Directions for this task
When a line in the entries below contains the word "Documents", copy that line.

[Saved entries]
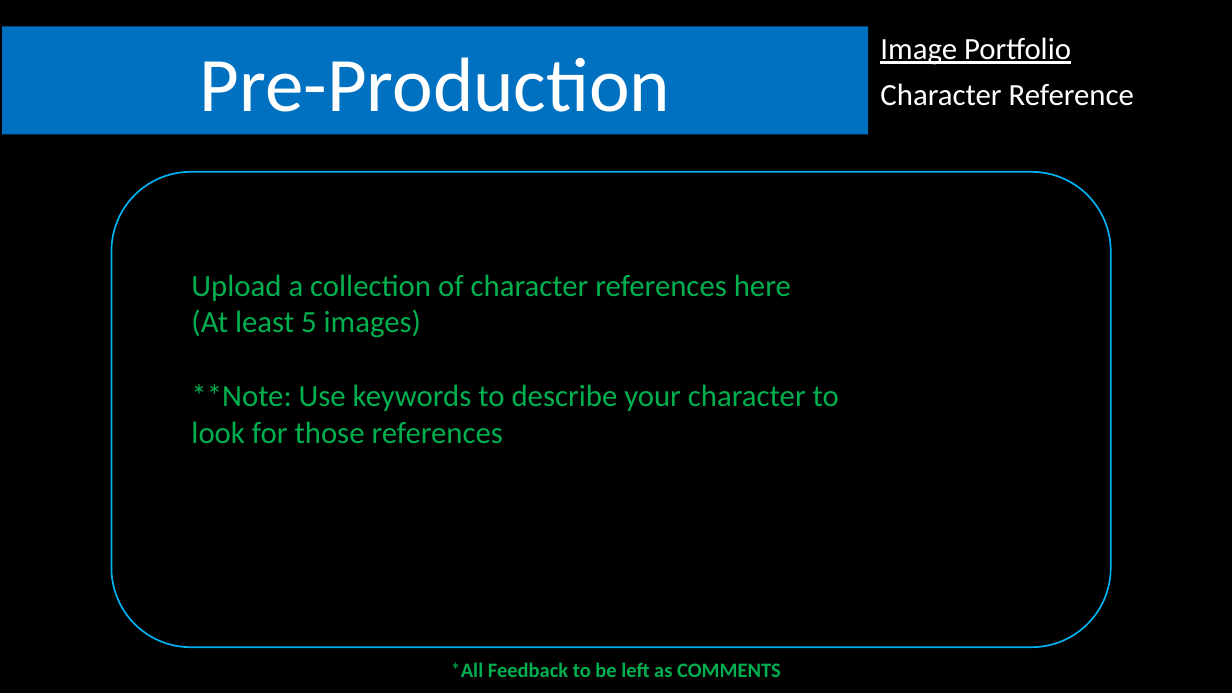
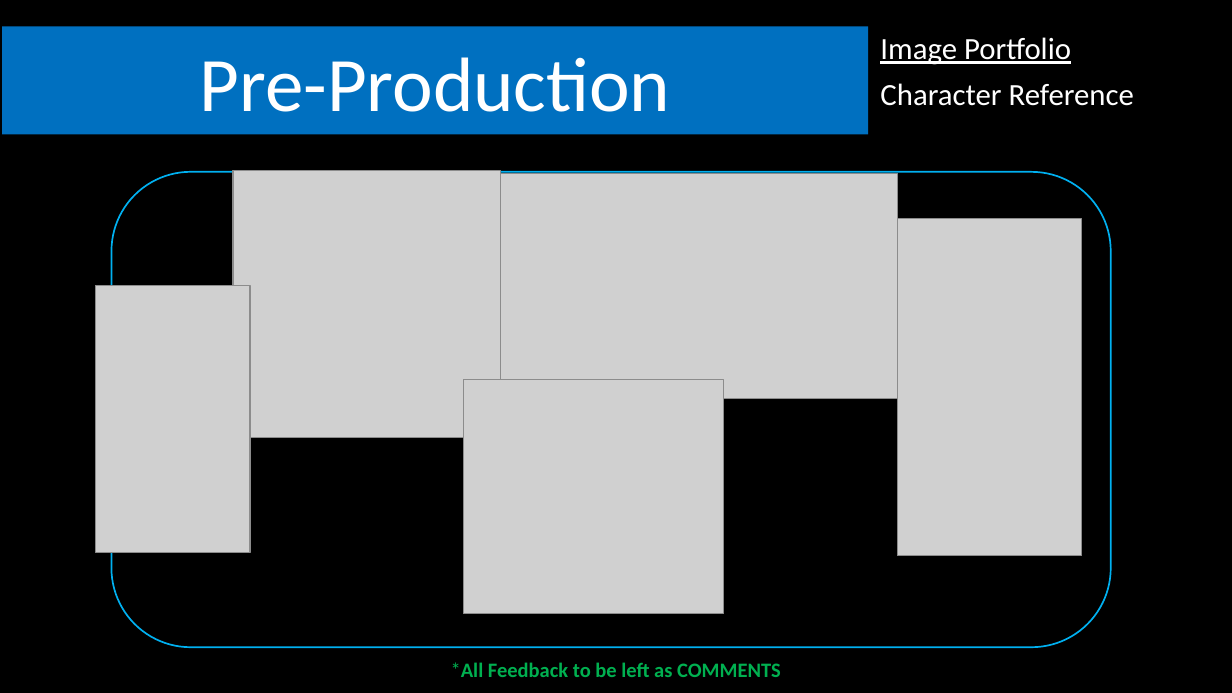
Before and after one commit to Cyzoc/AIEConner, a slide deck: slide 11 of Pre_production/Documents/Workbook/Workbook 3.pptx. Drawn at 1232x693 pixels with LibreOffice and Linux fonts; fonts in the diff are those of the drawing; grey boxes stand for pictures; background and template pictures are left out. Boxes give left, top, right and bottom in pixels: in the first picture for what was removed or moved away, otherwise in the second. Text is boxed around its words. In the diff, an @@ line names an element or a change of style, - is before the commit and + after.

```diff
--- a/Pre_production/Documents/Workbook/Workbook 3.pptx
+++ b/Pre_production/Documents/Workbook/Workbook 3.pptx
@@ picture added at [233, 170, 500, 437] @@
@@ picture added at [496, 174, 897, 399] @@
@@ picture added at [897, 219, 1082, 557] @@
@@ picture added at [95, 285, 250, 552] @@
@@ text removed at [191, 274, 839, 443] @@
-Upload a collection of character references here
-(At least 5 images)
-**Note: Use keywords to describe your character to look for those references
@@ picture added at [463, 379, 723, 614] @@
```
Also in this commit, not shown: 5 other slides changed, 2 other files.

Result below
Before and after one commit to Cyzoc/AIEConner, a slide deck: slide 11 of Pre_production/Documents/Workbook/Workbook 3.pptx. Drawn at 1232x693 pixels with LibreOffice and Linux fonts; fonts in the diff are those of the drawing; grey boxes stand for pictures; background and template pictures are left out. Boxes give left, top, right and bottom in pixels: in the first picture for what was removed or moved away, otherwise in the second. Text is boxed around its words. In the diff, an @@ line names an element or a change of style, - is before the commit and + after.
--- a/Pre_production/Documents/Workbook/Workbook 3.pptx
+++ b/Pre_production/Documents/Workbook/Workbook 3.pptx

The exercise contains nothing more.